Like a reverse Johnny Appleseed, Lee scoured rural backroads looking for old trees standing half-forgotten in backyards, on the edge of fallow fields, hidden in overgrown forest. He called them “antiques,” and he made it his mission to preserve them.
Lee and his wife Edith started their hunt as a hobby, grafting trees they found near their Pittsboro home. But like a stubborn sapling, Lee’s hobby branched out. He eventually traveled as far north as West Virginia and as far south as Alabama, recovering old apples and the local histories that went with them.
Because of the way apples are grown, each tree is its own tale. You can’t just plant a seed from an apple and get a copy. You need a graft from the original tree, which means you need the backstory of that tree to keep a particular apple varietal alive. Lee found those stories by knocking on screen doors, poring over horticulture catalogs dating back to the 1800s, and diving into the archives of schools and colleges across the region.
“You can write a history of the South through these apples,” Lee explained to Diane Flynt, an orchardist and cider maker near Floyd, Virginia. “Not just the facts but the people and the lives they led.” Flynt was one of many apple growers that Lee influenced and mentored, helping to seed a region-wide revival in unique apple flavors, new cideries, and a more thoughtful approach to local agriculture. “Thanks to him we know that the southern table is piled high not just with peas, benne, corn, and beans,” Flynt wrote in Southern Cultures. “At the center of the southern table is a big pile of apples—ingredients not brought to the South from other countries and traditions, but grown, discovered and continued right in our own back yards.”
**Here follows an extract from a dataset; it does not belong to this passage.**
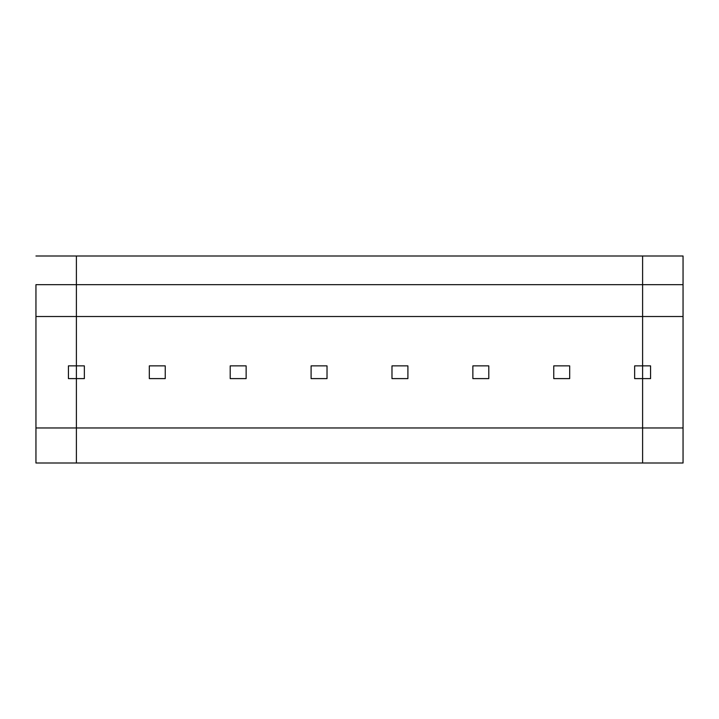 <?xml version="1.0" encoding="UTF-8"?>
<svg xmlns="http://www.w3.org/2000/svg" width="719" height="719" viewBox="0 0 719 719"><rect width="100%" height="100%" fill="white"/><g stroke="black" fill="none" stroke-linecap="round" stroke-linejoin="round"><path stroke-width="1.08" d="M76.394 365.872L68.431 365.872L68.431 378.607L76.394 378.607L76.394 365.872L76.394 378.607L68.431 378.607L68.431 365.872L76.394 365.872L76.394 316.513L76.394 365.872L84.357 365.872L84.357 378.607L76.394 378.607L76.394 463L76.394 378.607L76.394 427.967L35.95 427.967L35.95 316.513L35.95 463L35.95 427.967L642.606 427.967L642.606 256L683.05 256L683.05 316.513L642.606 316.513L683.05 316.513L683.05 463L642.606 463L642.606 427.967L642.606 463L683.05 463L683.05 284.661L642.606 284.661L642.606 365.872L650.569 365.872L642.606 365.872L642.606 378.607L650.569 378.607L650.569 365.872L650.569 378.607L642.606 378.607L642.606 427.967L683.05 427.967L642.606 427.967L642.606 378.607L642.606 427.967L76.394 427.967L76.394 463L35.95 463L642.606 463L76.394 463L76.394 378.607L84.357 378.607L84.357 365.872L76.394 365.872L76.394 378.607L76.394 316.513L35.95 316.513L35.95 284.661L76.394 284.661L76.394 316.513L76.394 256L76.394 284.661L35.95 284.661L35.95 316.513L76.394 316.513L76.394 365.872M76.394 256L35.95 256L76.394 256L76.394 316.513L642.606 316.513L76.394 316.513L76.394 284.661L683.05 284.661L683.05 256L642.606 256L642.606 284.661L76.394 284.661L76.394 256L642.606 256L76.394 256M642.606 365.872L642.606 256L642.606 378.607L634.643 378.607L634.643 365.872L642.606 365.872L634.643 365.872L634.643 378.607L642.606 378.607L642.606 365.872M642.606 463L642.606 427.967L642.606 463M149.318 365.872L165.244 365.872L149.318 365.872L149.318 378.607L149.318 365.872M165.244 378.607L149.318 378.607L165.244 378.607L165.244 365.872L165.244 378.607M230.206 365.872L246.132 365.872L230.206 365.872L230.206 378.607L230.206 365.872M246.132 378.607L230.206 378.607L246.132 378.607L246.132 365.872L246.132 378.607M311.093 365.872L327.019 365.872L311.093 365.872L311.093 378.607L311.093 365.872M327.019 378.607L311.093 378.607L327.019 378.607L327.019 365.872L327.019 378.607M391.981 365.872L407.907 365.872L391.981 365.872L391.981 378.607L391.981 365.872M407.907 378.607L391.981 378.607L407.907 378.607L407.907 365.872L407.907 378.607M472.868 365.872L488.794 365.872L472.868 365.872L472.868 378.607L472.868 365.872M488.794 378.607L472.868 378.607L488.794 378.607L488.794 365.872L488.794 378.607M553.756 365.872L569.682 365.872L553.756 365.872L553.756 378.607L553.756 365.872M569.682 378.607L553.756 378.607L569.682 378.607L569.682 365.872L569.682 378.607"/></g></svg>

All of Lee’s well-earned knowledge made its way into Old Southern Apples, a beautiful book that Lee and Edith assembled through years of hand-marked drafts and good-natured editorial arguments. Lee would scrawl out his chapters on yellow legal pads, and Edith would transcribe them into her computer with “often acerbic” comments and suggestions, Lee recalled. The result was an instant classic of both southern agriculture and history, with rich descriptions of everything from Aunt Cora’s Yard Apple (“fine-grained, nutty flavor, subacid to almost sweet”) to the proper aging of apple brandy (“in a cask, charred on the inside, to smooth the brandy and give a little color to it”).
Flynt introduced me to Lee. Together we worked to make sure that his stories, like his apples, stay alive. All of Lee’s papers are now archived in the Southern Historical Collection at the University of North Carolina, a project my students helped tackle last year. They unearthed heartfelt letters that Lee received from people all over North Carolina and beyond, recounting family histories that were passed down in the form of apple wisdom. Nancy Moretz and Jane Campbell sent Lee clippings from the Coffey Grounds farm in Watauga County; Richard Melvin shared some of the last cuttings from the Cullasaja apple near Franklin. They were all eager to do their part in preserving southern foodways.
You can, too. Horn Creek Farm hosts a remarkable orchard of heirloom apples that Lee helped to find and cultivate over many years. It’s open to the public, with tours and classes and the chance to carry on a little piece of Lee’s legacy. The next apple tree sale is March 21st, when you can take home an heirloom sapling and help nurture the next chapter of our state’s rich history.